Zientzilaria

Covering the bioinformatics niche and much more

Python, Overepresented Motifs, the Grand Finale

| Comments

In this final part, let’s do some very simple refactoring and modify the output section to make the result a little bit better. There are not many options about the functions to calculate the binomial expansion. But Andrew posted some opinions on how to slight change the quorum function.

1
2
3
4
5
6
7
8
9
10
def get_quorums(seqs, mlen):
    """
    add seq id_no to a set
    use explicit counter to create seq_no
    """
    quorum = defaultdict(int)
    for seq in seqs:
        for n in range(len(seq) - mlen):
            quorum[seq[n:n + mlen]] += 1
    return quorum

His modifications were small but improved the code a bit, as you remove one variable/object from the function. At the same time there is need to change a bit our output section of the code, as we don’t use a defaultdict initialized with a set, but with an integer.

1
2
3
4
5
6
7
for i in foreground:
    term1 = choose(background[i], foreground[i])
    term2 = choose((N - background[i]), len(input_seqs)-1)
    term3 = choose(N, len(input_seqs))
    p = (float(term1) * float(term2)) / term3
    if 0 < p <= 0.0001:
        print i, foreground[i], background[i], p

Notice that in the term1 line we don’t check for the set length anymore and just use the integer stored in foreground and background. Again a small change, that can make the code a little bit more clear. But we need to modify this section so the output is a little bit more clear, maybe ordered by motif sequence. But as we are reading the sequences as they are our results are not ordered.

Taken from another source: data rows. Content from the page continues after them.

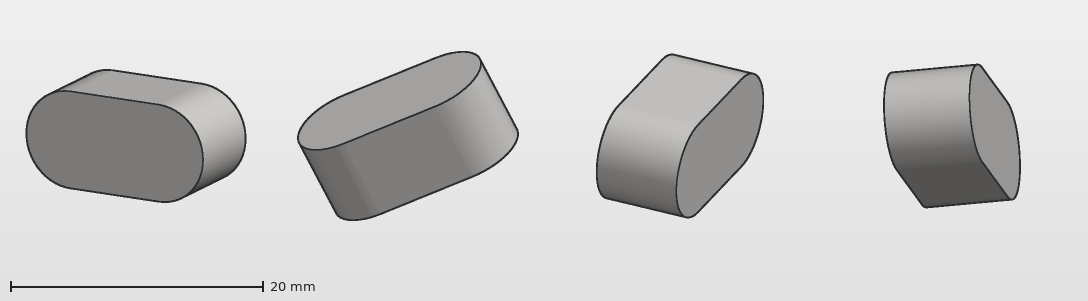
import cadquery as cq

length = 16.0
thickness = 7.0
height = 8.0

result = (
    cq.Workplane("XZ")
    .slot2D(length, height)
    .extrude(thickness / 2, both=True)
)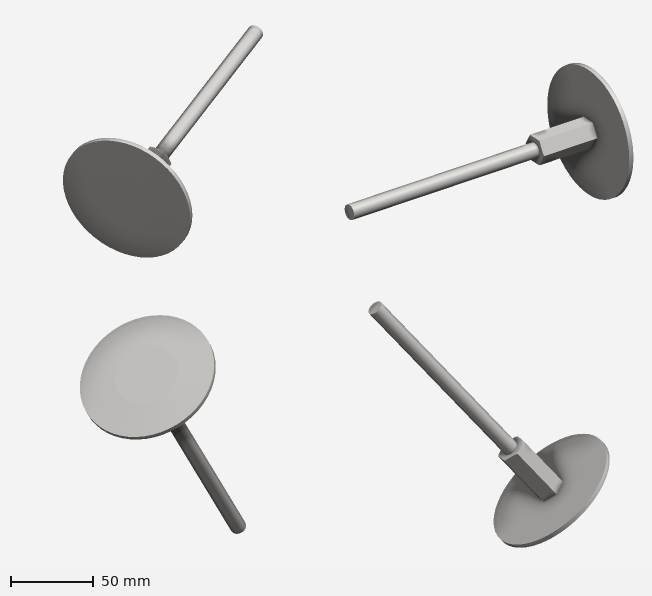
import cadquery as cq
import math

total_length = 181.6

plate_diameter = 85.5
pad_diameter = 40.0
plate_thickness = 4.0
rim_width = 3.0

sleeve_across_flats = 16.9
sleeve_length = 40.0
sleeve_chamfer_diameter = 18.2
sleeve_chamfer_angle = 30.0

rod_diameter = 10.0

sleeve_across_corners = sleeve_across_flats / math.cos(math.pi / 6)
sleeve_end = plate_thickness + sleeve_length
rod_length = total_length - plate_thickness


def cylinder_along_y(diameter, start, length):
    """Solid cylinder on the Y axis, growing toward +Y from start."""
    base = cq.Workplane("XZ", origin=(0, start, 0))
    return base.circle(diameter / 2).extrude(-length)


def make_foot_plate():
    """Disc revolved around the Y axis, with its conical face toward -Y."""
    profile = (
        cq.Workplane("XY")
        .lineTo(pad_diameter / 2, 0)
        .lineTo(plate_diameter / 2, plate_thickness - rim_width)
        .lineTo(plate_diameter / 2, plate_thickness)
        .lineTo(0, plate_thickness)
        .close()
    )
    return profile.revolve(360, (0, 0, 0), (0, 1, 0))


def make_chamfer_envelope():
    """Round bar with a conical end that trims the corners of the sleeve."""
    corner_radius = sleeve_across_corners / 2
    end_radius = sleeve_chamfer_diameter / 2
    chamfer_length = (corner_radius - end_radius) * math.tan(math.radians(sleeve_chamfer_angle))
    profile = (
        cq.Workplane("XY")
        .moveTo(0, plate_thickness)
        .lineTo(corner_radius, plate_thickness)
        .lineTo(corner_radius, sleeve_end - chamfer_length)
        .lineTo(end_radius, sleeve_end)
        .lineTo(0, sleeve_end)
        .close()
    )
    return profile.revolve(360, (0, 0, 0), (0, 1, 0))


def make_sleeve():
    """Hexagonal sleeve with corners on the X axis and a through bore for the rod."""
    base = cq.Workplane("XZ", origin=(0, plate_thickness, 0))
    hexagon = base.polygon(6, sleeve_across_corners).extrude(-sleeve_length)
    bore = cylinder_along_y(rod_diameter, plate_thickness, sleeve_length)
    return hexagon.intersect(make_chamfer_envelope()).cut(bore)


def make_rod():
    """Plain rod through the sleeve, standing on the back of the foot plate."""
    return cylinder_along_y(rod_diameter, plate_thickness, rod_length)


foot_plate = make_foot_plate()
sleeve = make_sleeve()
rod = make_rod()

result = cq.Compound.makeCompound([foot_plate.val(), sleeve.val(), rod.val()])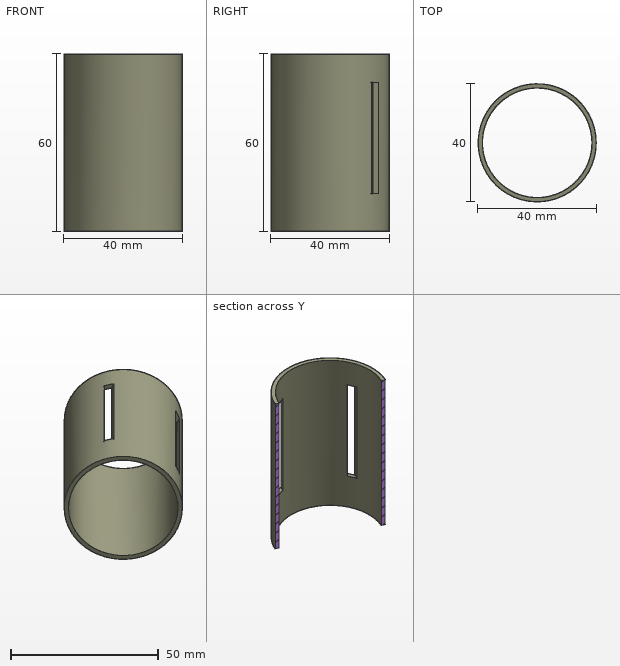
import cadquery as cq

length = 60.0
outer_diameter = 40.0
wall = 1.5
outer_radius = outer_diameter / 2
inner_radius = outer_radius - wall

slot_width = 2.6
slot_offset = 12.95
slot_bottom = 12.8
slot_height = 37.7


def make_tube():
    return cq.Workplane("XY").circle(outer_radius).circle(inner_radius).extrude(length)


def slot_cutter(x_center):
    """Box reaching from the middle of the tube out past the +Y wall."""
    return (
        cq.Workplane("XY")
        .box(slot_width, outer_diameter, slot_height, centered=(True, False, False))
        .translate((x_center, 0, slot_bottom))
    )


result = make_tube()
for side in (-1, 1):
    result = result.cut(slot_cutter(side * slot_offset))

It would be great to have a final list starting with AAAAAAAA and ending with TTTTTTTTT. There is an easy way to do that, and very inexpensive regarding code and final performance. Basically we append each one of the motifs (and their extra information) to a list and use the sort method for lists. So our output section of the code will be

1
2
3
4
5
6
7
8
9
10
11
12
res_motifs = []
for i in foreground:
    term1 = choose(background[i], foreground[i])
    term2 = choose((N - background[i]), len(input_seqs)-1)
    term3 = choose(N, len(input_seqs))
    p = (float(term1) * float(term2)) / term3
    if 0 < p <= 0.0001:
        res_motifs.append(i + '\t' + str(foreground[i]) + '\t' + str(background[i]) + '\t' + str(p))

res_motifs.sort()
for i in res_motifs:
    print i

Putting everything together our final motif determination script is (batteries included):

1
2
3
4
5
6
7
8
9
10
11
12
13
14
15
16
17
18
19
20
21
22
23
24
25
26
27
28
29
30
31
32
33
34
35
36
37
38
39
40
41
42
43
44
45
46
47
48
49
#!/usr/bin/env python

import fasta
import sys
from collections import defaultdict

def choose(n, k):
    if 0 <= k <= n:
        ntok = 1
        ktok = 1
        for t in xrange(1, min(k, n - k) + 1):
            ntok *= n
            ktok *= t
            n -= 1
        return ntok // ktok
    else:
        return 0

def get_quorums(seqs, mlen):
    """
    add seq id_no to a set
    use explicit counter to create seq_no
    """
    quorum = defaultdict(int)
    for seq in seqs:
        for n in range(len(seq) - mlen):
            quorum[seq[n:n + mlen]] += 1
    return quorum

input_seqs = fasta.read_seqs(open(sys.argv[1]).readlines())
input_seqs2 = fasta.read_seqs(open(sys.argv[2]).readlines())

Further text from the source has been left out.